Thursday 28 February 2008

That Mitchell and Webb Look: Thursday 28 Feb 2008

I don’t know what this show wants to be, but it has two illustrious forebears in erudite sketch comedy. I would love it to be Monty Python, but it’s more Fry & Laurie. If Mitchell and Webb don’t accept those two shows as inspirations, it’s because nothing about the show is inspired. Monty Python conveyed its members’ overwhelming compulsion to share their ideas. The compulsion driving Fry, Laurie, Mitchell and Webb always seems more commercial. They have a certain number of minutes to fill with sketches each week and they dutifully choose their lazy targets. Their material is stretched rather than bursting at the seams.

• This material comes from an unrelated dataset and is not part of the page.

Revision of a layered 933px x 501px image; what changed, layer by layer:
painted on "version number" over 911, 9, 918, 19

As if their contempt for their audience wasn’t evident from the pedestrian material, the canned laughter screamed it. From the first sketch, the laughter served as a giant pointing finger. In case it wasn’t obvious, the joke is that the man is waving his arms about.

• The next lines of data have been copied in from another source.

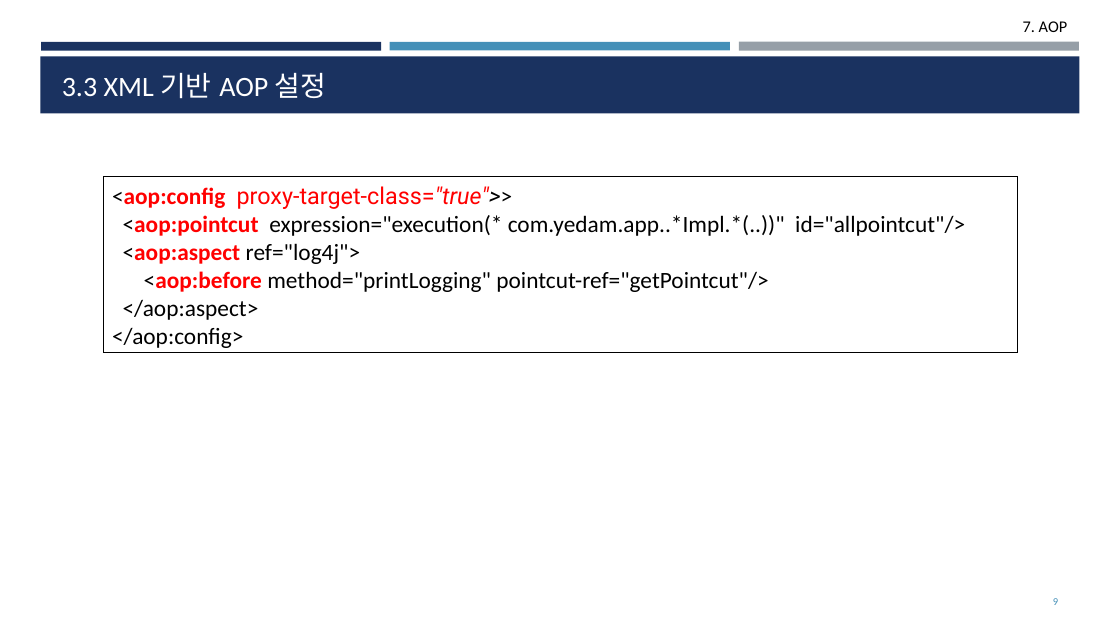
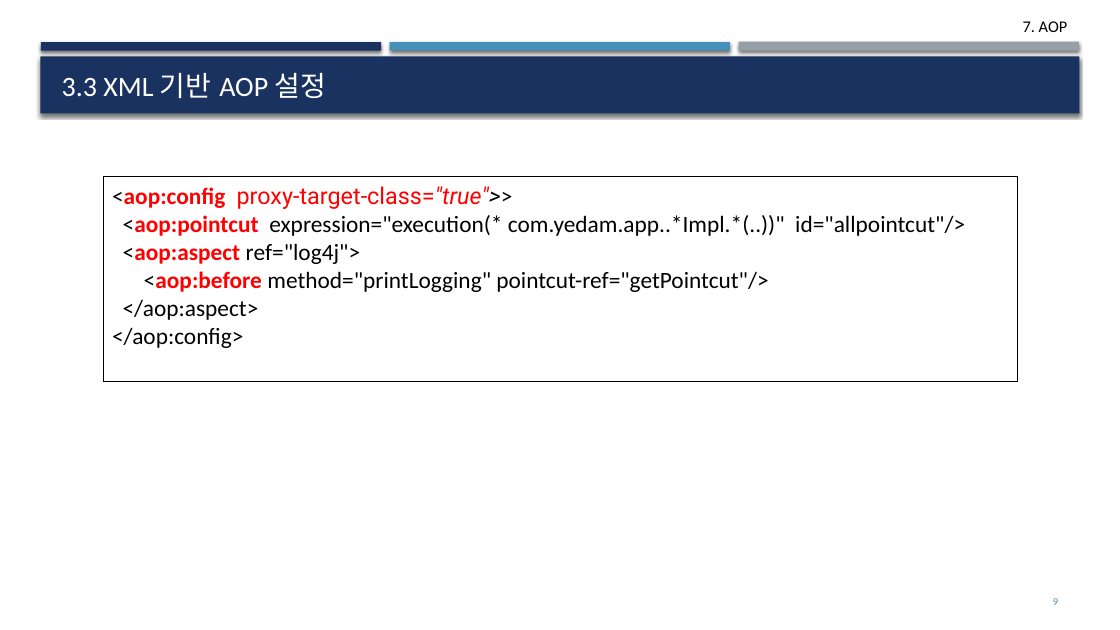
Before and after one commit to deukvely/spring, a slide deck: slide 9 of PPT/07_AOP.pptx. Drawn at 1120x630 pixels with LibreOffice and Linux fonts; fonts in the diff are those of the drawing. Boxes give left, top, right and bottom in pixels: in the first picture for what was removed or moved away, otherwise in the second. Text is boxed around its words. In the diff, an @@ line names an element or a change of style, - is before the commit and + after.

```diff
--- a/PPT/07_AOP.pptx
+++ b/PPT/07_AOP.pptx
@@ shadow on in 4 elements at [41, 42, 381, 50], [739, 42, 1079, 51], [390, 42, 730, 50], [40, 56, 1080, 113] @@
@@ rectangle "<aop:config proxy-target-class="true">>": place and size @@
-rectangle "<aop:config proxy-target-class="true">>" at [104, 177, 1017, 353]
+rectangle "<aop:config proxy-target-class="true">>" at [104, 177, 1017, 381]
@@ rectangle "<aop:config proxy-target-class="true">>" at [104, 177, 1017, 381]: outline #000000 0.75 pt to #000000 0 pt @@
```
Also in this commit, not shown: 20 other slides changed, 9 other files.

One line between Monty Python and Fry & Laurie is their shared love of verbal dexterity. Mitchell and Webb obviously recognise that this should be a throbbing artery of sophisticated comedy, but get it wrong. Monty Python understood that verbose wit could perfect a funny idea. Fry, Laurie, Mitchell and Webb think elaborate word play on its own will suffice. In this episode, both semantics (the ‘on three or after three?’ routine) and loquacity (the super-villain chap) were engaged. Neither were wed to particularly funny jokes, despite or because they were so unoriginal. An evil genius’s interior decorating being ruined by health and safety; ‘rotate upon its axis, round de round’, etc. Some brash men in the 80s; ‘damn’, etc. A man returning a dead parrot to a pet shop; ‘hello, miss?’, ‘long squawk’, etc. A timid man named Mr Pewtey takes his cuckolding wife to a marriage counsellor; ‘it’s only as comparatively recently as recently’, ‘on account of her feet’, etc. Sigh.

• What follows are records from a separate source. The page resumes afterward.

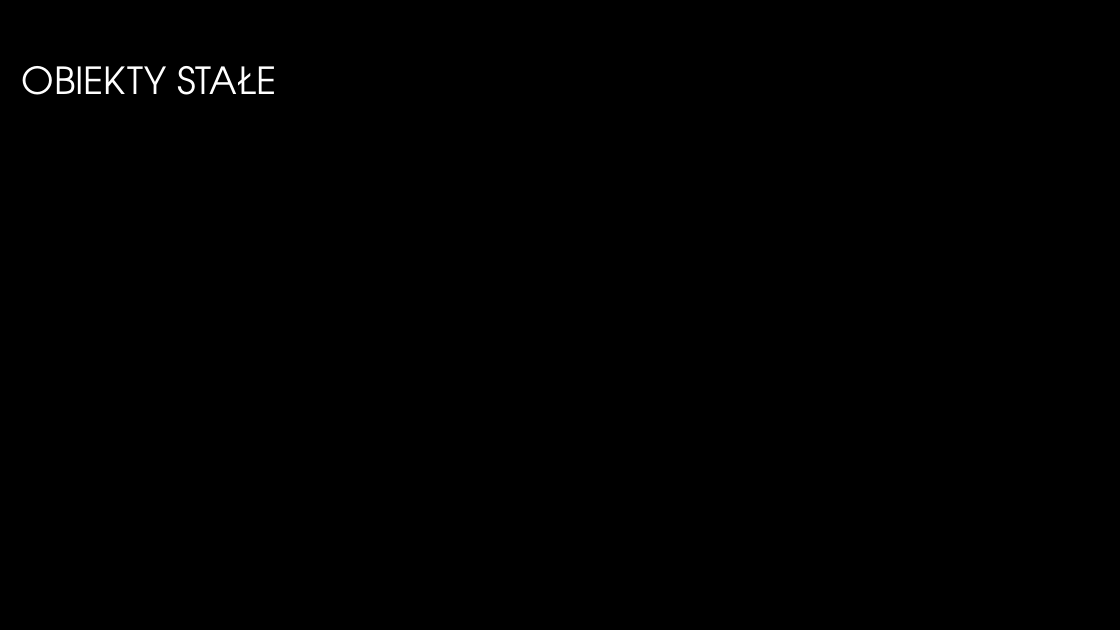
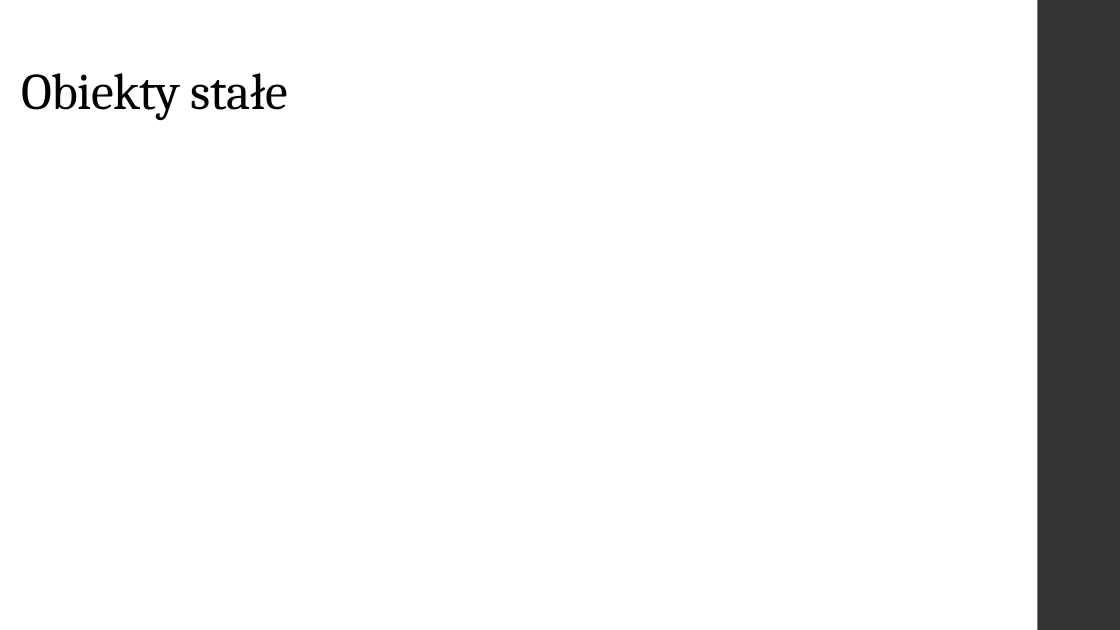
Before and after one commit to GlitchedGuest/PracaInzynieryjska, a slide deck: slide 11 of PrezentacjaAndrzejParuch.pptx. Drawn at 1120x630 pixels with LibreOffice and Linux fonts; fonts in the diff are those of the drawing; background and template pictures are left out. Boxes give left, top, right and bottom in pixels: in the first picture for what was removed or moved away, otherwise in the second. Text is boxed around its words. In the diff, an @@ line names an element or a change of style, - is before the commit and + after.

```diff
--- a/PrezentacjaAndrzejParuch.pptx
+++ b/PrezentacjaAndrzejParuch.pptx
@@ background picture (left out) to #FFFFFF @@
@@ rectangle added at (1038, 0, 1120, 630), fill #353537 @@
@@ title "Obiekty stałe" at (22, 73, 288, 121): vertical alignment middle to bottom @@
@@ title at (22, 73, 288, 121): text changed; size 32 to 44 pt; font TeX Gyre Adventor to Cambria; text colour gradient #FFFFFF to #A6A6A6 to #000000 @@
-OBIEKTY STAŁE
+Obiekty stałe
```
Also in this commit, not shown: 12 other slides changed.

Mitchell and Webb’s poor use of language is emphasised by their reliance on swearing for a punchline. This marks them as lucky student comedians, just as Fry & Laurie never seemed more than lucky Footlights because of their overwritten ideas. Larry David might have claimed that you can double your laughs with a fuck, but he also knows that the best climax to a joke can be a look. Where Larry’s facial punchline is normally open mouthed, just about every great comedian will make you laugh with a raised eyebrow.

When Monty Python satirised academics, it picked out their pretensions. Mitchell and Webb laughs at their quirks. A sociologist lists professional careers to aspire to, adding, ‘Who knows, perhaps even a sociologist’ before falling down an open manhole. Two documentary academics accidentally meet in a field and fight over one microphone, never taking their eyes off the camera. A historian gesticulates. Sigh.

Similarly, why do Mitchell and Webb feel the need to mock Five and Sky? Claiming Sky cannot get any cheaper from a BBC pedestal could only be funny if deeply ironic, but this wasn’t. Parodying Shark’s predictable stereotypes is only going to be resonant if none of your own ideas are derivative. The real problem with Shark isn’t that it’s a House spin off or that it follows the basic tenets of courtroom procedurals, but that it insists on casting models as crack addicts. It’s James Woods versus Hollyoaks.